Q-Test (Proton Relationships)
Video transcript
Identifying Proton Signals using Q-Test
Video transcript
Notice that this question is asking the same thing that we've already answered before. How many signals will each molecule possess in proton NMR? But now that we know about the Q test, the very first thing we actually need to answer for all these problems is going to be, do I use the Q test or not? Because you don't have to always use the Q test. So you might be wondering, well, how do I know when I have to use it? Okay. So here's the hint: We use the Q test when you already have 1 or more chiral centers. Now the logic behind that is this: If you don't already have a chiral center, then for sure it's going to be either homotopic or enantiotopic if you don't have any chiral centers present from the get-go. Homotopic or enantiotopic. And remember that homotopic and enantiotopic both result exactly the same in proton NMR. They share a signal. That means the only time I have to worry about using the Q test is if I already had 1 or more chiral centers, in which case it might change the answer.

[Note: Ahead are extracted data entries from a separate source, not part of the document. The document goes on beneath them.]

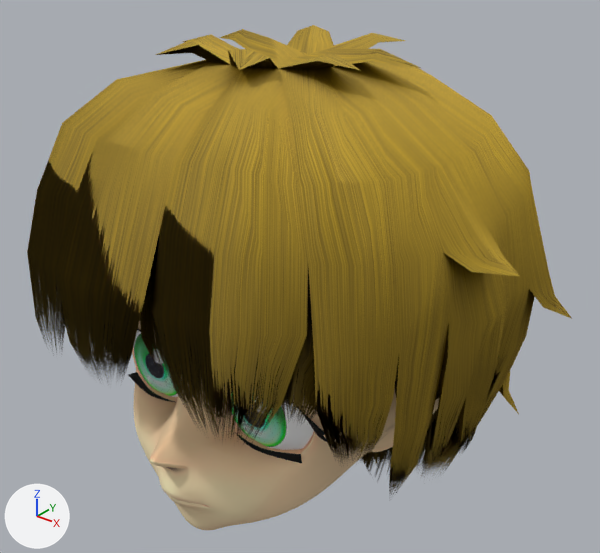
The Blender file head_Boy/head_Boy.blend: old version first, new version second.
One viewpoint serves both versions: a camera (50 mm lens) standing at (0.394, -0.49, 0.433) and looking at (0.0, 0.003, 0.128). Lighting does not change. The marker at lower left points along +X, +Y and +Z. The older version comes first.

The first picture shows 'eyeball.L', 'eyeball.R', 'hair.boy', 'head.boy'.
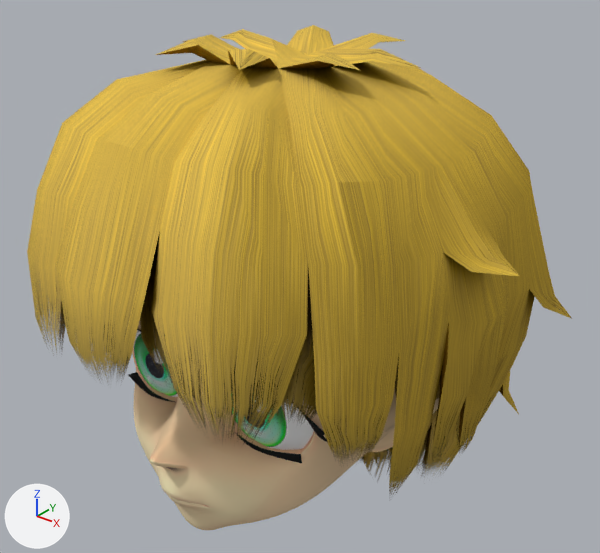
Pixel boxes (x1, y1, x2, y2) of what changed, in the pictures (600 x 553 px):
'hair.boy', recoloured (lighter)
    both: (27, 25, 571, 491)

Patch to the scene script:
```diff
--- a/head_Boy/head_Boy.blend.py
+++ b/head_Boy/head_Boy.blend.py
@@ mat_hair_tex @@
 n2.uv_map = 'UV_Base'
+n5 = _N.new('ShaderNodeNormalMap'); n5.name = 'Normal Map'
+n5.uv_map = 'UV_Base'
+n4 = _N.new('ShaderNodeTexImage'); n4.name = 'Image Texture.001'
+n4.image = img_hair_n_png
 n3 = _N.new('ShaderNodeTexImage'); n3.name = 'Image Texture'
 n3.image = img_hair_png
-n4 = _N.new('ShaderNodeTexImage'); n4.name = 'Image Texture.001'
-n4.image = img_hair_n_png
 _L.new(n2.outputs[0], n3.inputs[0])  # 'UV' to 'Vector'
@@ mat_hair_tex @@
 n0 = _N.new('ShaderNodeBsdfPrincipled'); n0.name = 'Principled BSDF'
 _L.new(n2.outputs[0], n4.inputs[0])  # 'UV' to 'Vector'
-_L.new(n4.outputs[0], n0.inputs[5])  # 'Color' to 'Normal'
+_L.new(n5.outputs[0], n0.inputs[5])  # 'Normal' to 'Normal'
+_L.new(n4.outputs[0], n5.inputs[1])  # 'Color' to 'Color'
```
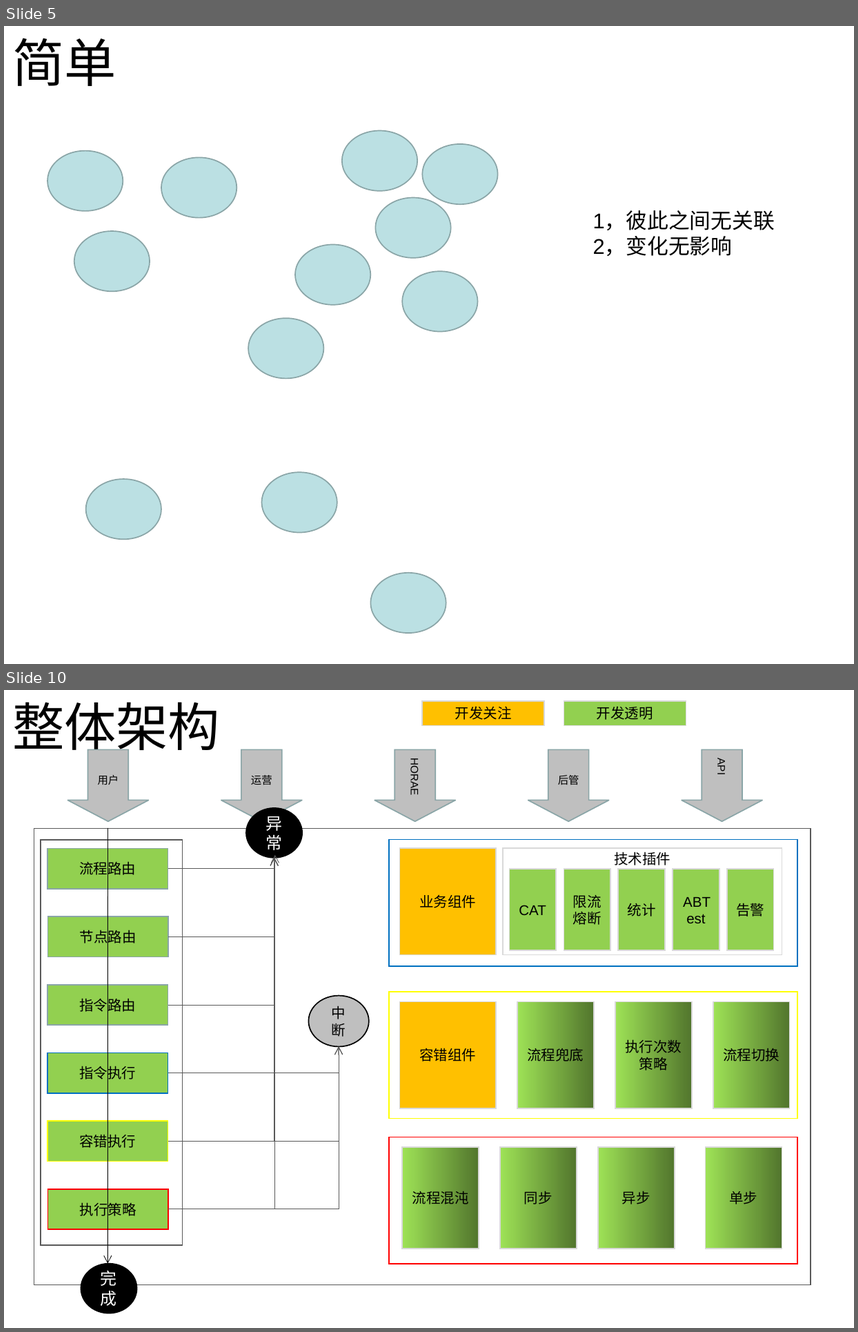
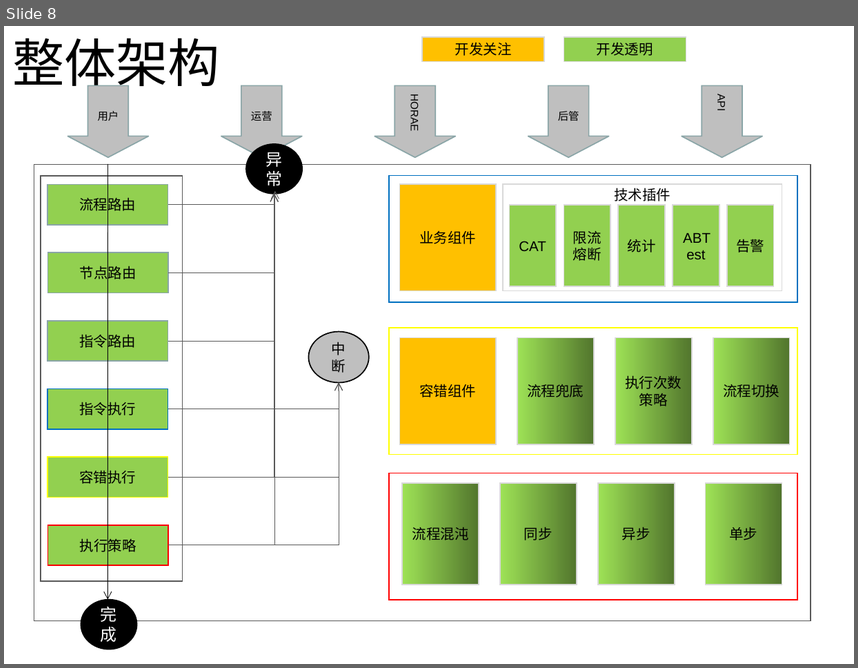
Before and after one commit to mmbbdddd/process-control, a slide deck: doc/流程编排组件说明.pptx. Shown one above the other, each under a label of ours: slides 5 and 10 before the commit, slide 8 after it; the slides between them are not shown. The pictures are 858x1332 and 858x668 pixels, drawn with LibreOffice and Linux fonts; fonts in the diff are those of the drawing. Boxes give left, top, right and bottom in pixels: in the first picture for what was removed or moved away, otherwise in the second. Text is boxed around its words. In the diff, an @@ line names an element or a change of style, - is before the commit and + after.

```diff
--- a/doc/流程编排组件说明.pptx
+++ b/doc/流程编排组件说明.pptx
@@ slide 5 removed at (4,26,854,664), background #FFFFFF @@
@@ title removed at (12,38,116,86) @@
-简单
@@ ellipse removed at (342,131,418,191) @@
@@ ellipse removed at (422,144,498,205) @@
@@ ellipse removed at (47,151,123,212) @@
@@ ellipse removed at (161,158,237,218) @@
@@ ellipse removed at (375,198,451,258) @@
@@ text removed at (593,212,775,256) @@
-1，彼此之间无关联
-2，变化无影响
@@ ellipse removed at (74,231,150,291) @@
@@ ellipse removed at (296,245,371,305) @@
@@ ellipse removed at (403,271,478,331) @@
@@ ellipse removed at (248,318,323,378) @@
@@ ellipse removed at (85,479,161,539) @@
@@ ellipse removed at (261,472,337,532) @@
@@ ellipse removed at (370,572,446,633) @@
@@ what was slide 10 is now slide 8 @@
```
Also in this commit, not shown: 2 slides changed, 5 slides added, 9 other slides removed, 2 other files.

My first question to you is, for question A, do we have to use the Q test? The answer is no. We don't because there are no chiral centers present. Notice that you might think this is a chiral center, but it has two of the same exact group on it. It's CH3 CH3. So that's not a chiral center. There are no chiral centers here. That means I don't have to use the Q test. I'm just going to use the old rule that said that every single atom gets its own signal and watch for symmetry. I would go ahead and I would say this is signal A. This is signal B. This is signal C. This is signal D. And notice that after atom D, we actually do have a plane of symmetry developing where both of these are going to be equivalent. E and E because after that, you get a plane of symmetry. So we have symmetry on one part of the molecule but not on the rest. That's still okay. It helps us to determine that these methyl groups are the same as each other. The answer here would be 5 signals. Notice that it's going to become really important when you try to answer these questions that first you ask yourself, do I need the Q test? On this next problem, problem B, that should be your first question. Do you need to use the Q test? If so, where do you use it? When do you use it? If not, then just go with the old rule we learned. Go ahead and solve question B.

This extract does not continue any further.